We met a fellow who lives a couple of doors down who writes dystopic short stories about the future of Toronto where the power grid and all technology has failed, and Rob Ford is king. He invited us to a reading at a local bar, which he assured us is very open minded and welcoming to people like us - by which I'm going to assume he does not mean gardeners.

I had the chance to better get to know a fellow that I had met, somewhat unfortunately, a few days ago. At the time, he was screaming through my living room window about rabid dogs (one downside to having a living room that used to be a  storefront), making me cross my fingers and hope that he was just passing through the neighbourhood and not, in fact, our neighbour. I was wrong, of course.

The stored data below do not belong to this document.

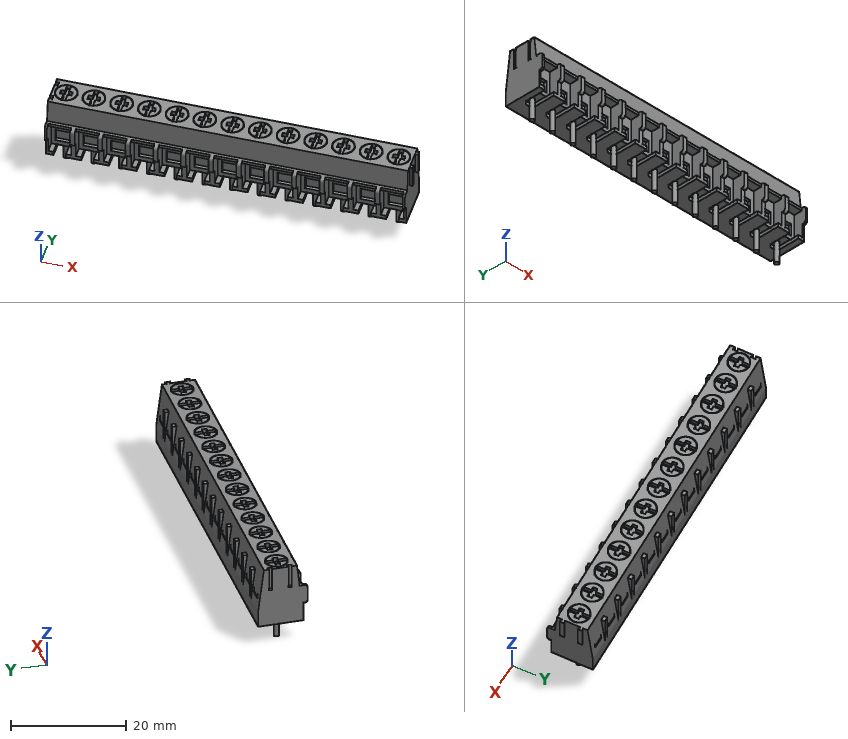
import cadquery as cq

POLES = 13
TOTAL_LENGTH = 65.6
DOVETAIL_LENGTH = 0.57
BODY_LENGTH = TOTAL_LENGTH - DOVETAIL_LENGTH
PITCH = BODY_LENGTH / POLES

TOTAL_DEPTH = 9.0
TOTAL_HEIGHT = 15.0
BODY_BOTTOM = 3.75
NOSE_BOTTOM = 7.3
NOSE_TOP = 10.8
NOSE_RADIUS = 0.6
FRONT_Y = 0.8
TAPER_FRONT_BASE_Y = 1.5
TOP_FRONT_Y = 1.95
TOP_BACK_Y = 7.95
TAPER_BACK_BASE_Z = 6.9

BAY_WIDTH = 4.1
BAY_TOP = NOSE_TOP - NOSE_RADIUS
BAY_FLOOR = 4.5
BAY_BACK_Y = 2.75
LIP_Y = 0.9
WIRE_HOLE_WIDTH = 2.6
WIRE_HOLE_HEIGHT = 2.4
WIRE_HOLE_Z = 6.7
WIRE_HOLE_DEPTH = 0.65

AXIS_Y = 5.0
SCREW_HOLE_DIAMETER = 4.0
SCREW_DIAMETER = 3.8
SCREW_GAP_DEPTH = 1.0
DRIVER_SLOT_WIDTH = 0.7
CROSS_SLOT_LENGTH = 2.1
CROSS_SLOT_WIDTH = 0.85
DRIVER_SLOT_DEPTH = 0.8
PIN_DIAMETER = 1.0
PIN_SLOT_WIDTH = 2.2

RIB_WIDTH = 0.9
RIB_TOP = 12.65
NOTCH_WIDTH = 2.2
NOTCH_TOP = 9.6
NOTCH_BOTTOM = 8.7

DOVETAIL_SPACING = 3.55
DOVETAIL_NECK = 0.5
DOVETAIL_WIDTH = 0.9

pole_centres = [(i + 0.5) * PITCH for i in range(POLES)]
pole_boundaries = [i * PITCH for i in range(1, POLES)]
dovetail_centres = [AXIS_Y - DOVETAIL_SPACING / 2, AXIS_Y + DOVETAIL_SPACING / 2]


def block(x_min, x_max, y_min, y_max, z_min, z_max):
    """Box given by its limits along each axis."""
    size = (x_max - x_min, y_max - y_min, z_max - z_min)
    return cq.Workplane("XY").box(*size, centered=False).translate((x_min, y_min, z_min))


def centred_block(x, width, y_min, y_max, z_min, z_max):
    """Box centred on x, with limits along Y and Z."""
    return block(x - width / 2, x + width / 2, y_min, y_max, z_min, z_max)


def cylinder(x, diameter, z_min, z_max):
    """Upright cylinder on the screw and pin centre line."""
    return cq.Workplane("XY", origin=(x, AXIS_Y, z_min)).circle(diameter / 2).extrude(z_max - z_min)


def housing():
    """Tapered housing with a rounded nose along its front."""
    outline = [
        (FRONT_Y, BODY_BOTTOM),
        (FRONT_Y, NOSE_BOTTOM),
        (0, NOSE_BOTTOM),
        (0, NOSE_TOP),
        (TAPER_FRONT_BASE_Y, NOSE_TOP),
        (TOP_FRONT_Y, TOTAL_HEIGHT),
        (TOP_BACK_Y, TOTAL_HEIGHT),
        (TOTAL_DEPTH, TAPER_BACK_BASE_Z),
        (TOTAL_DEPTH, BODY_BOTTOM),
    ]
    solid = cq.Workplane("YZ").polyline(outline).close().extrude(BODY_LENGTH)
    return solid.edges("|X and <Y").fillet(NOSE_RADIUS)


def wire_bay(x):
    """Open bay under an overhanging lip, with a square wire hole in its back wall."""
    lip_relief = centred_block(x, BAY_WIDTH, 0, LIP_Y, BAY_FLOOR, NOSE_TOP)
    recess = centred_block(x, BAY_WIDTH, 0, BAY_BACK_Y, BAY_FLOOR, BAY_TOP)
    wire_hole = centred_block(
        x,
        WIRE_HOLE_WIDTH,
        BAY_BACK_Y,
        BAY_BACK_Y + WIRE_HOLE_DEPTH,
        WIRE_HOLE_Z - WIRE_HOLE_HEIGHT / 2,
        WIRE_HOLE_Z + WIRE_HOLE_HEIGHT / 2,
    )
    return lip_relief.union(recess).union(wire_hole)


def pin_slot(x):
    """Round-ended slot in the underside, open to the front."""
    straight = centred_block(x, PIN_SLOT_WIDTH, 0, AXIS_Y, BODY_BOTTOM, BAY_FLOOR)
    return straight.union(cylinder(x, PIN_SLOT_WIDTH, BODY_BOTTOM, BAY_FLOOR))


def screw_cut(x):
    """Gap around the screw head, and the cross-shaped driver slots in it."""
    gap_bottom = TOTAL_HEIGHT - SCREW_GAP_DEPTH
    slot_bottom = TOTAL_HEIGHT - DRIVER_SLOT_DEPTH
    head = cylinder(x, SCREW_DIAMETER, gap_bottom, TOTAL_HEIGHT)
    gap = cylinder(x, SCREW_HOLE_DIAMETER, gap_bottom, TOTAL_HEIGHT).cut(head)
    long_slot = centred_block(
        x,
        DRIVER_SLOT_WIDTH,
        AXIS_Y - SCREW_DIAMETER / 2,
        AXIS_Y + SCREW_DIAMETER / 2,
        slot_bottom,
        TOTAL_HEIGHT,
    )
    cross_slot = centred_block(
        x,
        CROSS_SLOT_LENGTH,
        AXIS_Y - CROSS_SLOT_WIDTH / 2,
        AXIS_Y + CROSS_SLOT_WIDTH / 2,
        slot_bottom,
        TOTAL_HEIGHT,
    )
    return gap.union(long_slot).union(cross_slot)


def back_notch(x):
    """Shallow ledge cut into the sloping back face."""
    taper = (TOTAL_DEPTH - TOP_BACK_Y) / (TOTAL_HEIGHT - TAPER_BACK_BASE_Z)
    notch_floor_y = TOP_BACK_Y + taper * (TOTAL_HEIGHT - NOTCH_TOP)
    return centred_block(x, NOTCH_WIDTH, notch_floor_y, TOTAL_DEPTH, NOTCH_BOTTOM, NOTCH_TOP)


def back_rib(x):
    """Upright rib that fills the wedge behind the sloping back face."""
    return centred_block(x, RIB_WIDTH, TOP_BACK_Y, TOTAL_DEPTH, BODY_BOTTOM, RIB_TOP)


def dovetail(x, y):
    """Upright dovetail that widens from x toward +X."""
    outline = [
        (x, y - DOVETAIL_NECK / 2),
        (x + DOVETAIL_LENGTH, y - DOVETAIL_WIDTH / 2),
        (x + DOVETAIL_LENGTH, y + DOVETAIL_WIDTH / 2),
        (x, y + DOVETAIL_NECK / 2),
    ]
    profile = cq.Workplane("XY", origin=(0, 0, NOSE_TOP)).polyline(outline).close()
    return profile.extrude(TOTAL_HEIGHT - NOSE_TOP)


result = housing()
for boundary in pole_boundaries:
    result = result.union(back_rib(boundary))
for centre in pole_centres:
    result = result.cut(wire_bay(centre))
    result = result.cut(pin_slot(centre))
    result = result.cut(screw_cut(centre))
    result = result.cut(back_notch(centre))
    result = result.union(cylinder(centre, PIN_DIAMETER, 0, BAY_FLOOR))
for centre in dovetail_centres:
    result = result.cut(dovetail(0, centre))
    result = result.union(dovetail(BODY_LENGTH, centre))

He seemed to like us better when he realized we were planting a garden, and we made some neighbourly small talk over the fence. I felt like I was really making some progress, and maybe I was right, because he asked if he might bring a bucket and take some of our soil for his backyard.  He clearly didn't recognize how hard we were working for that soil.

Maybe one day, we'll reach a happy medium between yelling-through-the-window and popping by to borrow a bucket of garden. In the meantime, I'm making a mental note to draw the curtains.

While our storefront-living room may not be great on privacy, it does make a very effective greenhouse for starting seeds. We planted (among other things) marbled red onion seeds, which look like miniature disco balls.

                        fancy! 

It was exciting to plant some of the seeds we had saved from the garden last year. We saved seeds from the seven varieties of tomato we grew last year, as well as a couple of varieties of beans, peas, cucumbers and flowers. We even saved seeds from a blue hubbard squash that grew in our roommate's mothers garden and looks a bit like a dinosaur- and I'm excited to try and grow one ourselves.

Seed saving makes it feel like we're bringing a little bit of our old garden with us into this new space.